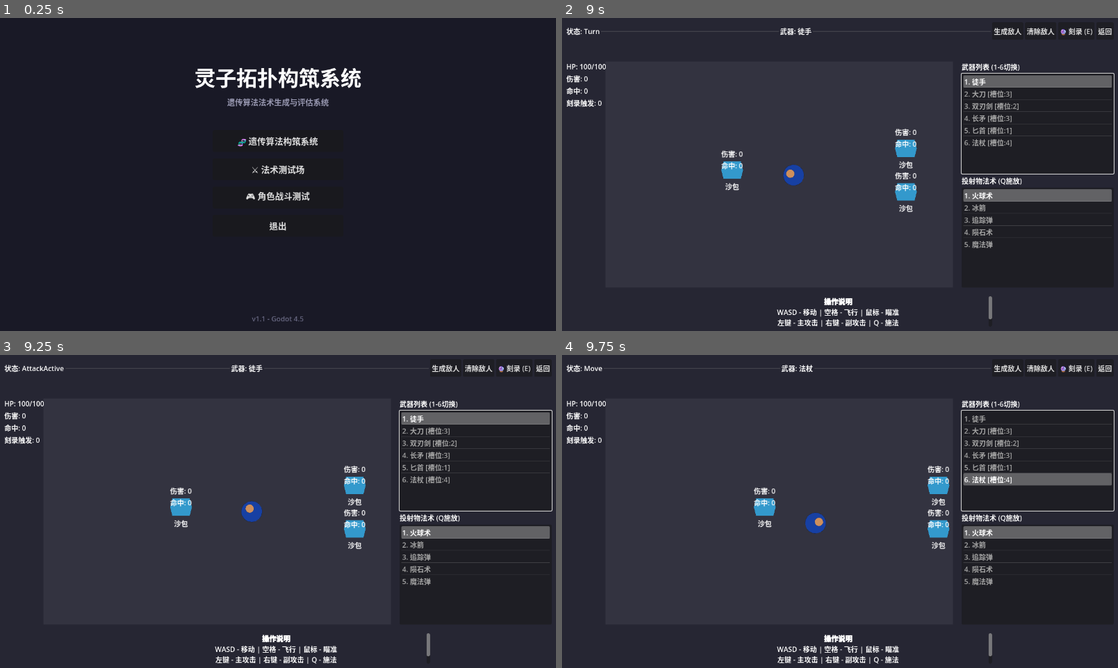
Above: before the commit, frames 1-4 (two rows, left to right).
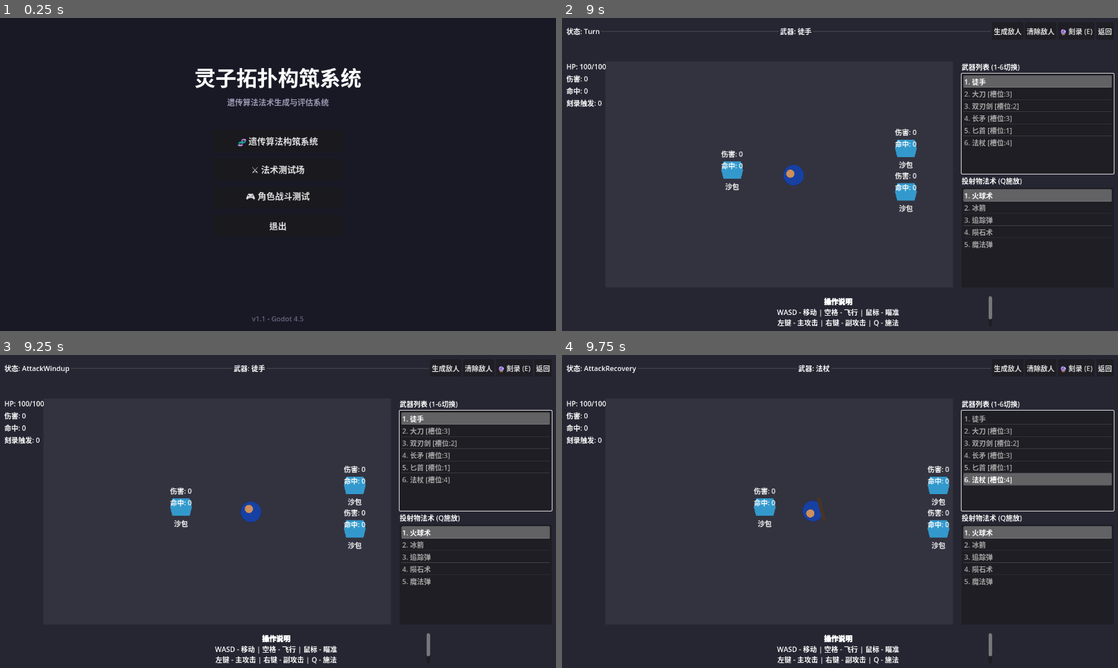
Above: after the commit, the same moments.

Repository: gdszyy/lingzi-topology-system
Game: Godot game, scene res://scenes/main_menu/main_menu.tscn
The game is run twice, just before and just after one commit, with the same random seed, the same clock (stepped at 60 frames per second) and the same inputs.
Inputs (mouse positions are in pixels of both pictures, inside the frame that each line leads up to):
- Up to frame 1 (0.25 s): no input
- Up to frame 2 (9 s): click "🧬 遗传算法构筑系统" at 0.5 s; click "开始进化" at 1.25 s; click "开始进化" at 2 s; click "返回主菜单" at 2.75 s; click "⚔️ 法术测试场" at 3.5 s; click "开始测试" at 4.25 s; click "开始测试" at 5 s; click "单体目标" at 5.75 s; click "重置" at 6.5 s; click "返回主菜单" at 7.25 s; click "🎮 角色战斗测试" at 8 s; tap Enter at 8.75 s; move the mouse to (962, 158) at 8.77 s; hold Right (ui_right) from 8.78 s (still down); tap 1 at 8.85 s; click (962, 158) at 8.92 s
- Up to frame 3 (9.25 s): keep holding Right (ui_right); tap Space at 9.02 s
- Up to frame 4 (9.75 s): move the mouse to (728, 527) at 9.52 s; release Right (ui_right) at 9.53 s; hold Down (ui_down) from 9.53 s (still down); tap 6 at 9.6 s

Frames 1-2 are identical in both runs. In frame 3, 0.2% of the frame differs, in the area x 7-48%, y 3-54%; in frame 4, 0.5%, in the area x 3-49%, y 3-58%.
Error before the commit: Parse Error: Identifier "rest_position" not declared in the current scope. (res://scripts/combat/weapon_physics.gd:49)

Commit message:
fix(combat): 修复weapon_physics.gd中未声明变量的错误
- 移除对已删除的rest_position和target_local_position的引用

Diff:
--- a/scripts/combat/weapon_physics.gd
+++ b/scripts/combat/weapon_physics.gd
@@ -46,7 +46,6 @@
 
 	## WeaponPhysics节点本身不移动，保持在原点
 	## 武器精灵是子节点，已经有自己的位置
-	target_local_position = rest_position
 	target_local_rotation = rest_rotation
 
 func _physics_process(delta: float) -> void:
@@ -58,7 +57,7 @@
 	_apply_constraints()
 	_check_settled_state()
 
-	weapon_position_changed.emit(position, rotation)
+	weapon_position_changed.emit(Vector2.ZERO, rotation)
 
 func _update_weapon_mass() -> void:
 	## 安全地获取武器重量

• • • • •

## Your goal
Exactly and only the lines from the line containing "## 武器精灵是子节点，已经有自己的位置" through the last line of the entries should be copied, both ends included.

## Exercise answer
 	## 武器精灵是子节点，已经有自己的位置
-	target_local_position = rest_position
 	target_local_rotation = rest_rotation
 
 func _physics_process(delta: float) -> void:
@@ -58,7 +57,7 @@
 	_apply_constraints()
 	_check_settled_state()
 
-	weapon_position_changed.emit(position, rotation)
+	weapon_position_changed.emit(Vector2.ZERO, rotation)
 
 func _update_weapon_mass() -> void:
 	## 安全地获取武器重量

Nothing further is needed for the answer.